The invariant-imbedding T-matrix (II-TM) method is a numerical method for accurately computing the single-scattering properties of dielectric particles. Because of the linearity of Maxwell's equations, the incident electric field and the scattered electric field can be related through a transition matrix (T-Matrix). The II-TM method computes the T-matrix through a matrix recurrence formula which stems from an electromagnetic volume integral equation. The recurrence starts with an inscribed sphere within the particle and ends with the circumscribed sphere of the particle. For each iteration, a matrix known as the U-matrix is computed with the Gauss Legendre (GL) quadrature, and matrix inversion is subsequently performed to obtain the T-matrix corresponding to the portion of the particle enclosed by the spherical shell. We modify a commonly used scheme to avoid applying the quadrature scheme to discontinuities.
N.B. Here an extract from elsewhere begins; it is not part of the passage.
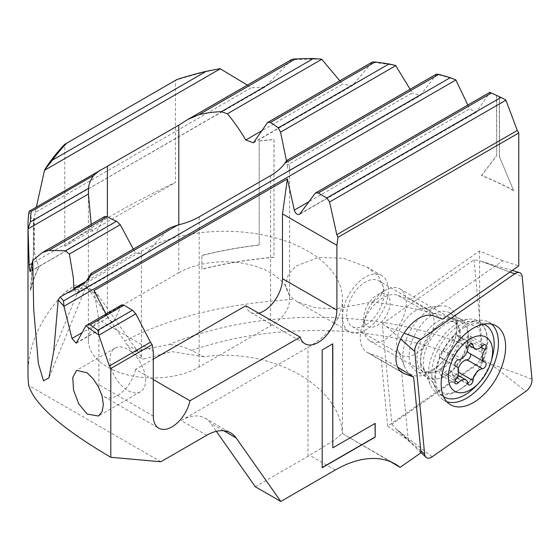 <?xml version="1.0" encoding="UTF-8"?>
<svg xmlns="http://www.w3.org/2000/svg" width="560" height="560" viewBox="0 0 560 560"><rect width="100%" height="100%" fill="white"/><g stroke="black" fill="none" stroke-linecap="round" stroke-linejoin="round"><path stroke-width="0.42" stroke-dasharray="2.8 2.1" d="M458.234 368.557A9.618 5.551 120 0 0 457.541 371.672A3.605 2.079 -60 0 1 455.861 375.109A3.605 2.079 -60 0 1 453.208 375.949A3.605 2.079 -60 0 1 452.473 374.598A9.618 5.551 120 0 0 450.52 370.993A9.618 5.551 120 0 0 442.946 373.744A3.605 2.079 -60 0 1 440.104 374.78A3.605 2.079 -60 0 1 439.355 373.128A3.605 2.079 -60 0 1 440.405 370.139A9.618 5.551 120 0 0 443.212 362.166A9.618 5.551 120 0 0 441.217 357.763A9.618 5.551 120 0 0 440.405 357.434A3.605 2.079 -60 0 1 440.104 357.308A3.605 2.079 -60 0 1 439.355 355.656A3.605 2.079 -60 0 1 442.946 350.896A9.618 5.551 120 0 0 452.473 339.045A3.605 2.079 -60 0 1 454.16 335.601A3.605 2.079 -60 0 1 456.813 334.761A3.605 2.079 -60 0 1 457.541 336.112A9.618 5.551 120 0 0 459.501 339.717A9.618 5.551 120 0 0 467.075 336.966A3.605 2.079 -60 0 1 469.917 335.937A3.605 2.079 -60 0 1 470.659 337.582A3.605 2.079 -60 0 1 469.609 340.571A9.618 5.551 120 0 0 466.809 348.544A9.618 5.551 120 0 0 467.25 351.085M468.797 352.947A9.618 5.551 120 0 0 469.609 353.276A3.605 2.079 -60 0 1 469.917 353.402A3.605 2.079 -60 0 1 470.365 353.857M483.518 324.149A41.468 23.94 120 0 0 452.361 337.645A41.468 23.94 120 0 0 435.547 377.979A41.468 23.94 120 0 0 443.541 396.606L436.996 392.84A41.468 23.94 120 0 0 468.951 381.731A41.468 23.94 120 0 0 487.053 339.997A41.468 23.94 120 0 0 478.464 321.013A41.468 23.94 120 0 0 468.188 319.256A41.468 23.94 120 0 0 428.407 373.856A41.468 23.94 120 0 0 430.332 384.825A41.468 23.94 120 0 0 436.996 392.84M420.532 358.463A28.189 16.275 120 0 0 423.192 368.417A28.189 16.275 120 0 0 433.349 372.561A28.189 16.275 120 0 0 460.39 335.447A28.189 16.275 120 0 0 459.081 327.992A28.189 16.275 120 0 0 450.415 321.272A28.189 16.275 120 0 0 420.532 358.463M459.431 333.375A30.051 17.353 120 0 0 458.031 325.423A30.051 17.353 120 0 0 453.201 319.613A30.051 17.353 120 0 0 430.045 327.663A30.051 17.353 120 0 0 416.927 357.91A30.051 17.353 120 0 0 423.157 371.665A30.051 17.353 120 0 0 430.598 372.939A30.051 17.353 120 0 0 459.431 333.375M406.308 302.701A30.051 17.353 120 0 0 400.085 288.946A30.051 17.353 120 0 0 385.056 290.437A30.051 17.353 120 0 0 363.804 327.236A30.051 17.353 120 0 0 370.034 340.998A30.051 17.353 120 0 0 393.19 332.941A30.051 17.353 120 0 0 406.308 302.701M363.804 317.912A18.634 10.759 120 0 0 376.985 325.521A18.634 10.759 120 0 0 390.159 302.701A18.634 10.759 120 0 0 376.985 295.099A18.634 10.759 120 0 0 363.804 317.912L363.804 327.236M475.188 386.785A41.468 23.94 120 0 0 492.317 357.112M170.513 227.619L168.854 228.83L145.579 253.883L77.203 293.615L73.843 289.156M77.91 292.95L86.415 280.994M140.413 391.797A25.242 14.574 -120 0 1 127.792 390.551A25.242 14.574 60 0 1 111.307 368.305A25.242 14.574 60 0 1 115.171 348.075A25.242 14.574 60 0 1 127.792 349.328A25.242 14.574 -120 0 1 144.284 371.574A25.242 14.574 -120 0 1 140.413 391.797L98.441 416.038M342.475 316.883A32.452 18.739 -60 0 1 356.643 284.221A32.452 18.739 -60 0 1 381.647 275.527A32.452 18.739 -60 0 1 388.374 290.388A32.452 18.739 -60 0 1 374.206 323.043A32.452 18.739 -60 0 1 349.195 331.744A32.452 18.739 -60 0 1 342.475 316.883M372.183 302.001C379.155 298.809 382.991 294.042 383.698 287.686L378.301 275.954L366.723 266.91L343.189 258.258L318.619 257.425L296.142 266L288.484 274.225L285.621 284.06C285.796 290.052 288.54 295.162 293.853 299.383C226.345 303.443 169.904 317.345 124.537 341.082L132.895 353.255A120.204 69.398 -60 0 1 137.858 350.56L168.798 344.631C263.914 305.459 391.181 308.672 481.964 352.464L479.619 328.055C448.602 315.574 412.79 306.894 372.183 302.001L335.314 308.952L315.518 307.79L297.647 301.98L293.853 299.383M457.072 322.028A38.465 22.211 -60 0 1 436.345 367.822A38.465 22.211 -60 0 1 404.614 366.807A38.465 22.211 -60 0 1 402.969 359.828A38.465 22.211 120 0 1 439.726 305.984A38.465 22.211 120 0 1 457.072 322.028M378.644 280.735A26.446 15.267 -60 0 1 384.02 290.64A26.446 15.267 -60 0 1 373.471 318.472A26.446 15.267 -60 0 1 352.198 326.536A26.446 15.267 -60 0 1 346.829 316.631A26.446 15.267 -60 0 1 357.371 288.792A26.446 15.267 -60 0 1 378.644 280.735L428.519 309.526A26.446 15.267 120 0 1 433.895 319.438A26.446 15.267 -60 0 1 423.346 347.27A26.446 15.267 -60 0 1 402.073 355.334A26.446 15.267 -60 0 1 397.831 350.217A26.446 15.267 -60 0 1 396.704 345.422A26.446 15.267 120 0 1 421.967 308.406L439.726 305.984M402.668 372.897L366.975 352.289A32.452 18.739 120 0 1 360.374 340.13A32.452 18.739 -60 0 1 372.246 307.216A32.452 18.739 -60 0 1 397.642 295.246L433.342 315.861M28 373.863A288.484 166.558 180 0 1 65.989 291.249L75.831 284.963L85.001 285.964L89.684 290.563L124.537 341.082M176.946 79.513L64.806 144.256L64.806 246.33C77.826 236.334 93.723 225.911 112.497 215.061C131.313 204.211 152.313 193.333 175.483 182.434L175.483 80.36A288.484 166.558 180 0 1 220.101 68.684M247.345 85.113L251.174 87.808L35.49 212.331L34.097 218.036L34.097 251.622L38.738 267.54L34.097 251.622M321.629 59.136A288.484 166.558 180 0 0 291.641 59.731L264.845 87.136L251.174 87.808M339.808 80.801L342.489 84.161L262.374 130.41M395.612 65.499A288.484 166.558 180 0 0 372.267 62.251L352.275 85.736L342.489 84.161M410.13 89.278L412.286 92.939L287.126 165.2L286.489 160.965M455.798 79.821A288.484 166.558 180 0 0 436.541 74.214L420.203 95.585L412.286 92.939M467.845 105.021L469.644 108.892L309.099 201.586M496.706 95.606L496.706 155.631L481.628 175.469A288.484 166.558 180 0 1 513.562 190.4L499.52 156.947L499.52 96.929L496.706 95.606A288.484 166.558 180 0 0 489.818 92.526L476.231 112.315L469.644 108.892M499.52 96.929A288.484 166.558 180 0 1 505.834 100.002M502.768 260.771L479.619 250.915L409.899 299.635L430.297 311.409L502.768 260.771L518.77 265.888M479.619 250.915L479.619 328.055M259.154 244.958A288.484 166.558 0 0 0 201.908 255.332L201.908 269.101A288.484 166.558 180 0 1 273.973 257.222L273.973 139.447A288.484 166.558 0 0 0 259.154 140.952L259.217 245.091L259.154 140.952M29.071 211.323L32.396 221.088L33.383 220.003L33.383 253.666L30.394 290.64A288.484 166.558 180 0 1 38.5 267.512M264.845 87.136L32.396 221.088L266.336 86.023M35.49 212.331L36.407 206.899M33.383 220.003L34.097 218.036M91.189 224.343L91.903 228.837C92.918 233.317 94.122 234.948 95.494 233.723L104.874 216.44M145.579 253.883L144.494 254.765L135.534 252.714L86.184 281.211M133.301 249.095L135.534 252.714M121.681 304.885L113.988 321.188L76.755 342.692M76.265 343.231L113.526 321.713C111.713 322.119 109.858 320.782 107.961 317.709L106.015 313.929M113.526 321.713L113.988 321.188M178.794 272.776A64.911 37.478 180 0 1 249.529 264.656A64.911 37.478 180 0 1 289.597 299.278A64.911 37.478 180 0 1 270.592 325.773L199.192 366.996A64.911 37.478 180 0 1 128.457 375.123A64.911 37.478 180 0 1 88.382 340.494A64.911 37.478 180 0 1 107.394 313.999L178.794 272.776L178.794 224.798M421.085 94.815L289.142 170.996L420.203 95.585M436.443 74.34L287.707 160.209L289.597 166.383L289.142 170.996C288.708 171.815 288.036 169.883 287.126 165.2M287.707 160.209L287.273 160.202M30.226 271.663L95.494 233.723L30.366 271.327M255.29 486.731L307.986 456.309A117.796 68.012 -0 0 0 309.673 455.315L334.537 439.985L342.342 433.524L390.88 461.902M395.29 464.093L342.328 433.517C340.452 385.672 270.865 347.116 203.805 356.769L191.716 350.455C281.022 319.424 393.827 325.031 475.923 364.476C479.864 361.207 481.88 357.203 481.964 352.464M137.858 350.56L127.134 345.058M191.716 350.455C183.554 346.612 175.917 344.673 168.798 344.631M475.923 364.476L387.653 426.153L380.996 357.49L397.67 367.115M409.899 299.635L397.642 295.246M366.975 352.289A32.452 18.739 120 0 0 368.76 353.115L380.996 357.49M428.519 309.526A26.446 15.267 120 0 0 421.967 308.406M442.54 319.151L430.297 311.409M387.653 426.153L408.275 440.258L401.394 369.271M420.98 452.774L408.275 440.258M64.806 246.33L175.483 182.434M203.805 356.769L171.899 351.603L143.115 359.156L132.895 353.255M206.689 435.295L181.188 420.574A48.083 27.762 -60 0 1 205.233 418.194A48.083 27.762 -60 0 1 210.63 423.206L216.349 431.333M160.853 461.762L28.7 385.462M181.188 420.574L307.986 347.368A117.796 68.012 0 0 0 342.489 299.278A117.796 68.012 0 0 0 269.773 236.446A117.796 68.012 0 0 0 141.393 251.188L68.992 292.985A48.083 27.762 -60 0 1 93.037 290.605A48.083 27.762 -60 0 1 98.441 295.617L143.115 359.156M153.293 379.589L135.583 369.369L153.293 359.142M135.583 369.369A26.446 15.267 -60 0 1 104.37 396.767A26.446 15.267 -60 0 1 98.896 384.664L98.896 319.886L153.293 351.288M258.692 313.18A26.446 15.267 -60 0 1 250.565 312.361A26.446 15.267 -60 0 1 245.798 305.739M93.989 290.57L98.896 319.886M322.203 467.53L322.035 349.853L332.633 343.931M332.633 447.748L375.018 423.472M201.908 269.101L201.908 255.332M201.971 255.472A288.246 166.418 180 0 1 259.217 245.091M259.217 141.085A288.246 166.418 180 0 1 274.036 139.58L273.973 139.447M274.036 139.58L273.973 257.222M274.036 257.355A288.246 166.418 0 0 0 201.971 269.234M34.335 218.092L34.335 251.65M38.738 267.54A288.246 166.418 0 0 0 30.625 290.668L30.394 290.64M33.383 253.666L33.621 219.989M30.625 290.668L33.621 253.687M499.52 156.947L513.562 190.4M499.352 96.831L499.352 157.045M513.394 190.498A288.484 166.558 0 0 0 481.46 175.567L481.628 175.469M496.706 155.631L496.538 95.515M481.46 175.567L496.538 155.729M491.547 324.1A45.073 26.026 120 0 0 488.278 321.909A45.073 26.026 120 0 0 477.967 320.453A45.073 26.026 120 0 0 434.896 383.551A45.073 26.026 120 0 0 436.814 391.727A45.073 26.026 120 0 0 443.233 399.931A45.073 26.026 120 0 0 446.761 401.667M456.603 325.437A33.656 19.432 120 0 0 449.764 312.823A33.656 19.432 120 0 0 422.688 323.085A33.656 19.432 120 0 0 409.262 358.512A33.656 19.432 120 0 0 416.108 371.119A33.656 19.432 120 0 0 443.177 360.857A33.656 19.432 120 0 0 456.603 325.437M473.97 259.763L483.609 360.101L391.895 424.179L382.256 323.841L473.97 259.763L480.396 261.03L509.936 272.062M382.256 323.841L386.568 326.585L404.068 333.123M483.609 360.101L490.259 363.678L532 379.148M391.895 424.179L396.424 429.24L432.117 456.834M440.405 370.139L455.875 379.071M469.609 340.571L481.138 347.228M442.946 350.896L458.416 359.828M469.609 353.276L485.079 362.208M467.075 336.966L482.545 345.898M468.146 337.071A31.682 18.291 120 0 0 453.74 321.223A31.682 18.291 120 0 0 423.339 362.943A31.682 18.291 120 0 0 424.816 371.322A31.682 18.291 120 0 0 449.806 373.1A31.682 18.291 120 0 0 468.146 337.071M440.405 357.434L455.315 366.037M452.473 339.045L467.943 347.977M457.541 336.112L470.743 343.735M457.541 371.672L458.605 372.281M452.473 374.598L467.943 383.53M442.946 373.744L455.049 380.737M53.774 351.057L80.549 285.285M104.3 217.028L40.313 253.967M168.854 228.83L90.853 273.868M121.212 305.41L85.82 325.843M107.961 317.709L82.117 332.633M270.592 325.773L270.592 175.616M107.394 313.999L107.394 216.832M199.192 366.996L199.192 216.832M335.188 470.05L309.673 455.315M368.76 353.115L401.065 371.763M223.685 430.738L210.63 423.206M68.992 292.985L65.989 291.249M307.986 456.309L307.986 347.368M141.393 356.727L141.393 251.188M98.441 295.617L89.684 290.563M489.741 92.638L314.951 193.557M476.959 111.629L300.328 213.612M372.148 62.391L267.267 122.941M353.36 84.847L254.226 142.079M91.903 228.837L32.067 263.382M103.411 168.469L29.085 211.379M291.48 59.885L183.162 122.423M153.293 416.066L98.896 384.664M431.963 376.817A39.452 22.778 120 0 0 433.643 383.971A39.452 22.778 120 0 0 466.2 385.014A39.452 22.778 120 0 0 487.452 338.044A39.452 22.778 120 0 0 469.665 321.587A39.452 22.778 120 0 0 431.963 376.817M420.742 365.134A33.656 19.432 120 0 0 427.581 377.741A33.656 19.432 120 0 0 454.657 367.486A33.656 19.432 120 0 0 468.076 332.059A33.656 19.432 120 0 0 461.237 319.445A33.656 19.432 120 0 0 434.161 329.707A33.656 19.432 120 0 0 420.742 365.134M386.568 326.585L400.729 339.094M512.239 270.452L480.396 261.03L522.137 276.5M490.259 363.678L525.945 391.272M420.959 452.529L396.424 429.24L420.784 450.751M469.917 353.402L485.38 362.334M469.917 335.937L485.38 344.862M478.464 321.013L483.805 324.1M450.415 321.272L468.188 319.256M423.192 368.417L430.332 384.825M459.081 327.992L458.031 325.423M400.085 288.946L453.201 319.613M376.985 295.099L385.056 290.437M370.034 340.998L423.157 371.665M433.349 372.561L430.598 372.939M440.104 357.308L455.574 366.24M456.813 334.761L472.283 343.693M459.501 339.717L469.035 345.226M453.208 375.949L468.678 384.881M450.52 370.993L457.884 375.249M440.104 374.78L455.574 383.712M441.217 357.763L455.119 365.792M90.951 274.673L48.923 377.902M115.171 348.075L76.601 370.349M366.723 266.91L381.647 275.527M397.831 350.217L404.614 366.807M352.198 326.536L402.073 355.334M77.203 293.615L144.494 254.765M289.597 166.383L289.597 299.278M88.382 190.827L88.382 340.494M297.647 301.98L349.195 331.744M205.233 418.194L230.727 432.915M342.489 299.278L342.489 433.769M85.001 285.964L93.037 290.605M299.572 214.305L476.231 112.315M253.414 142.807L352.275 85.736M104.37 396.767L158.774 428.176M250.565 312.361L304.962 343.77M436.814 391.727L433.643 383.971C433.195 382.347 431.172 380.268 427.581 377.741L416.108 371.119M449.764 312.823L461.237 319.445C465.22 321.3 468.027 322.014 469.665 321.587L477.967 320.453M488.278 321.909L495.32 325.395M443.233 399.931L449.771 404.292"/><path stroke-width="0.84" d="M454.825 382.06A3.605 2.079 -60 0 1 455.875 379.071A9.618 5.551 120 0 0 458.682 371.098A9.618 5.551 120 0 0 456.687 366.695A9.618 5.551 120 0 0 455.875 366.366A3.605 2.079 -60 0 1 455.574 366.24A3.605 2.079 -60 0 1 454.825 364.588A3.605 2.079 -60 0 1 458.416 359.828A9.618 5.551 120 0 0 467.943 347.977A3.605 2.079 -60 0 1 469.623 344.533A3.605 2.079 -60 0 1 472.283 343.693A3.605 2.079 -60 0 1 473.011 345.044A9.618 5.551 120 0 0 474.971 348.649A9.618 5.551 120 0 0 482.545 345.898A3.605 2.079 -60 0 1 485.38 344.862A3.605 2.079 -60 0 1 486.129 346.514A3.605 2.079 -60 0 1 485.079 349.503A9.618 5.551 120 0 0 482.272 357.476A9.618 5.551 120 0 0 484.267 361.879A9.618 5.551 120 0 0 485.079 362.208A3.605 2.079 -60 0 1 485.38 362.334A3.605 2.079 -60 0 1 486.129 363.986A3.605 2.079 -60 0 1 482.545 368.746A9.618 5.551 120 0 0 473.011 380.604A3.605 2.079 -60 0 1 471.331 384.041A3.605 2.079 -60 0 1 468.678 384.881A3.605 2.079 -60 0 1 467.943 383.53A9.618 5.551 120 0 0 465.99 379.925A9.618 5.551 120 0 0 458.416 382.676A3.605 2.079 -60 0 1 455.574 383.712A3.605 2.079 -60 0 1 454.825 382.06M470.365 353.857A3.605 2.079 -60 0 1 470.659 355.054A3.605 2.079 -60 0 1 467.075 359.814A9.618 5.551 120 0 0 458.234 368.557M492.576 351.526A31.255 18.046 120 0 0 470.477 338.772A31.255 18.046 120 0 0 448.378 377.048A31.255 18.046 120 0 0 478.254 383.684A31.255 18.046 120 0 0 491.162 361.319A31.255 18.046 120 0 0 492.576 351.526M491.162 361.319L492.317 357.112A41.468 23.94 120 0 0 494.193 344.12A41.468 23.94 120 0 0 485.604 325.136A41.468 23.94 120 0 0 483.518 324.149M444.136 396.963L443.555 396.627A41.468 23.94 120 0 0 444.136 396.963A41.468 23.94 120 0 0 475.188 386.785L478.254 383.684M467.25 351.085A9.618 5.551 120 0 0 468.797 352.947L484.267 361.879M73.843 289.156L73.325 277.641L69.377 254.079L65.415 250.768L48.839 250.418L42.28 252.581L32.767 260.498L33.698 309.561L38.374 363.496L43.484 380.821L48.923 377.902L53.774 351.057L58.212 299.866A288.484 166.558 180 0 0 63.868 306.096L63.574 300.902A286.083 165.165 180 0 1 60.165 297.052L58.212 299.866M86.415 280.994L91.189 273.413L90.65 275.352C88.844 279.097 85.47 282.415 80.549 285.285L60.165 297.052M87.115 414.036L78.785 403.914L73.556 390.194L72.744 377.552L76.601 370.349L87.115 372.813L93.142 378.784L98.448 386.904L102.067 395.948L103.362 404.656L102.067 411.719L98.441 416.038L87.115 414.036M489.818 92.526L491.449 93.023A286.083 165.165 180 0 1 500.955 97.461L505.834 100.002L517.293 130.459L518.77 132.972L518.77 265.888L442.54 319.151L433.342 315.861A32.452 18.739 120 0 0 407.946 327.824A32.452 18.739 120 0 0 396.074 360.738A32.452 18.739 -60 0 0 402.668 372.897A32.452 18.739 -60 0 0 404.453 373.723L413.637 377.006L397.67 367.115M36.407 206.899L44.576 170.016L52.465 160.104A286.083 165.165 180 0 1 66.745 143.143L176.946 79.513A286.083 165.165 180 0 1 206.325 71.274L220.101 68.684L247.345 85.113M291.641 59.731C291.711 59.332 292.971 59.08 295.421 58.982A286.083 165.165 180 0 1 313.369 58.548L321.629 59.136L339.808 80.801M372.267 62.251C372.134 61.88 373.086 61.81 375.116 62.041A286.083 165.165 180 0 1 389.032 63.931L395.612 65.499L410.13 89.278M436.541 74.214L438.746 74.375A286.083 165.165 0 0 1 450.205 77.686L455.798 79.821L467.845 105.021M109.361 365.974L98.833 334.985A288.484 166.558 180 0 1 85.876 325.738L121.681 304.885L123.907 305.221L132.503 310.184L135.835 313.852L150.458 342.244L109.361 365.974L110.803 368.508L110.803 457.289C61.859 428.526 34.489 404.586 28.7 385.462A288.484 166.558 180 0 1 28 373.863L28 225.666A288.484 166.558 180 0 1 29.071 211.323L178.794 125.153L188.139 119.294L198.856 114.737M85.876 325.738L76.265 343.231L72.009 338.464L63.868 306.096M32.767 260.498L30.366 271.327C29.904 272.069 29.505 269.976 29.176 265.048L28.049 228.634A288.484 166.558 180 0 1 28 225.666M44.576 170.016A288.484 166.558 180 0 1 64.806 144.256L66.745 143.143M150.458 342.244L152.18 344.624L153.293 351.288L153.293 416.066A26.446 15.267 -60 0 0 158.774 428.176A26.446 15.267 -60 0 0 189.987 400.771L300.195 337.141A26.446 15.267 -60 0 0 304.962 343.77A26.446 15.267 -60 0 0 325.346 336.686A26.446 15.267 -60 0 0 336.889 310.072L336.889 245.294L338.002 237.335L518.77 132.972M152.18 344.624L110.803 368.508M110.803 457.289L160.853 461.762L206.689 435.295A48.083 27.762 -60 0 1 230.727 432.915A48.083 27.762 -60 0 1 236.131 437.927L280.791 501.452L335.188 470.05A120.204 69.398 -60 0 1 395.29 464.093A120.204 69.398 -60 0 1 400.099 467.362L420.98 452.774L413.637 377.006M322.203 467.726L375.186 437.136L375.186 423.374L332.801 447.846L332.801 343.833L322.203 349.951L322.203 467.726M91.189 273.413L170.513 227.619L177.793 225.036A64.911 37.478 0 0 0 199.192 216.832L270.592 175.616A64.911 37.478 0 0 0 284.802 163.261C286.104 161.175 287.077 160.16 287.707 160.209M42.28 252.581L104.874 216.44L107.205 216.72A64.911 37.478 0 0 0 116.571 221.235L120.253 224.707L133.301 249.095M87.052 324.87L90.139 324.716A286.083 165.165 0 0 0 97.818 330.204L98.833 334.985M106.015 313.929L93.989 290.57L287.399 178.906L282.485 213.892L336.889 245.294M309.099 201.586L294.301 210.126L287.399 178.906M28.049 228.634L30.422 221.9A286.083 165.165 180 0 1 31.178 211.54L30.065 210.56M295.421 58.982L198.849 114.737A64.911 37.478 180 0 1 221.319 111.692L227.381 113.785C233.674 121.219 239.799 129.962 245.763 140.007L253.414 142.807L267.267 122.941L267.918 122.304L270.396 122.5A64.911 37.478 180 0 1 278.215 127.911L280.56 132.153L286.489 160.965M91.189 224.343L88.438 193.998L88.473 188.384A64.911 37.478 180 0 1 93.751 175.42L99.652 170.38M390.88 461.902L400.099 467.362M280.791 501.452L255.29 486.731L216.349 431.333M517.293 130.459L336.798 234.661L329.574 201.999L326.879 197.96L318.29 192.997L315.707 192.857L314.951 193.557L299.572 214.305C297.22 215.019 295.463 213.626 294.301 210.126M336.798 234.661L338.002 237.335M153.293 359.142L245.798 305.739L300.195 337.141M189.987 400.771L153.293 379.589M336.889 310.072L282.485 278.663L282.485 213.892M282.485 278.663A26.446 15.267 -60 0 1 258.692 313.18M375.018 423.472L375.186 437.136M375.018 437.038L322.203 467.53M332.633 343.931L332.801 447.846M446.761 401.667A45.073 26.026 120 0 0 481.929 384.811A45.073 26.026 120 0 0 498.288 339.255A45.073 26.026 120 0 0 491.547 324.1M441.336 387.723A45.577 26.313 -60 0 1 458.983 340.361A45.577 26.313 -60 0 1 495.32 325.395A45.577 26.313 -60 0 1 505.449 342.937A45.577 26.313 -60 0 1 486.724 391.517A45.577 26.313 -60 0 1 449.771 404.292A45.577 26.313 -60 0 1 441.336 387.723M420.833 339.388A9.618 5.551 120 0 0 414.785 351.512L424.648 454.16A9.618 5.551 120 0 0 425.985 457.303A9.618 5.551 120 0 0 432.117 456.834L525.945 391.272A9.618 5.551 120 0 0 532 379.148L522.137 276.5A9.618 5.551 120 0 0 519.477 272.594A9.618 5.551 120 0 0 514.668 273.826L420.833 339.388L404.068 333.123M481.138 347.228L485.079 349.503M455.315 366.037L455.875 366.366M470.743 343.735L473.011 345.044M467.075 359.814L482.545 368.746M458.605 372.281L473.011 380.604M455.049 380.737L458.416 382.676M450.205 77.686L63.574 300.902M438.746 74.375L284.802 163.261M177.793 225.036L90.657 275.345M107.205 216.72L48.839 250.418M86.184 281.211L73.801 288.358M120.253 224.707L69.377 254.079M116.571 221.235L65.415 250.768M123.907 305.221L90.139 324.716M132.503 310.184L97.818 330.204M82.117 332.633L72.009 338.464M455.889 79.996L63.917 306.299M135.835 313.852L98.896 335.181M178.794 224.798L178.794 125.153M107.394 216.832L107.394 166.369M401.065 371.763L404.453 373.723M236.131 437.927L223.685 430.738M491.449 93.023L318.29 192.997M500.955 97.461L326.879 197.96M395.724 65.667L280.56 132.153M389.032 63.931L278.215 127.911M375.116 62.041L270.396 122.5M262.374 130.41L245.763 140.007M321.769 59.29L227.381 113.785M313.369 58.548L221.319 111.692M32.067 263.382L29.176 265.048M88.438 193.998L28.049 228.865M88.473 188.384L30.422 221.9M93.751 175.42L31.178 211.54M206.325 71.274L52.465 160.104M220.325 68.789L44.499 170.296M505.911 100.191L329.574 201.999M400.729 339.094L414.785 351.512M509.936 272.062L514.668 273.826M420.784 450.751L424.648 454.16M483.805 324.1L485.604 325.136M469.035 345.226L474.971 348.649M457.884 375.249L465.99 379.925M455.119 365.792L456.687 366.695M315.707 192.857L489.727 92.393M267.918 122.304L372.316 62.034M188.139 119.294L291.725 59.486M287.28 160.202L436.527 74.032M512.239 270.452L519.477 272.594M420.959 452.529L425.985 457.303"/></g></svg>

Moreover, we apply a new scheme to generate nodes and weights in conjunction with the GL quadrature. This leads to a considerable improvement on convergence and computational efficiency in the cases of hexagonal prisms and spheroids. The basic shapes of ice crystals in the atmosphere are hexagonal columns and plates. The single-scattering properties of hexagonal ice prisms are important to atmospheric optics, radiative transfer, and remote sensing. We demonstrate that the present approach can significantly accelerate the convergence in simulating light scattering by hexagonal ice crystals.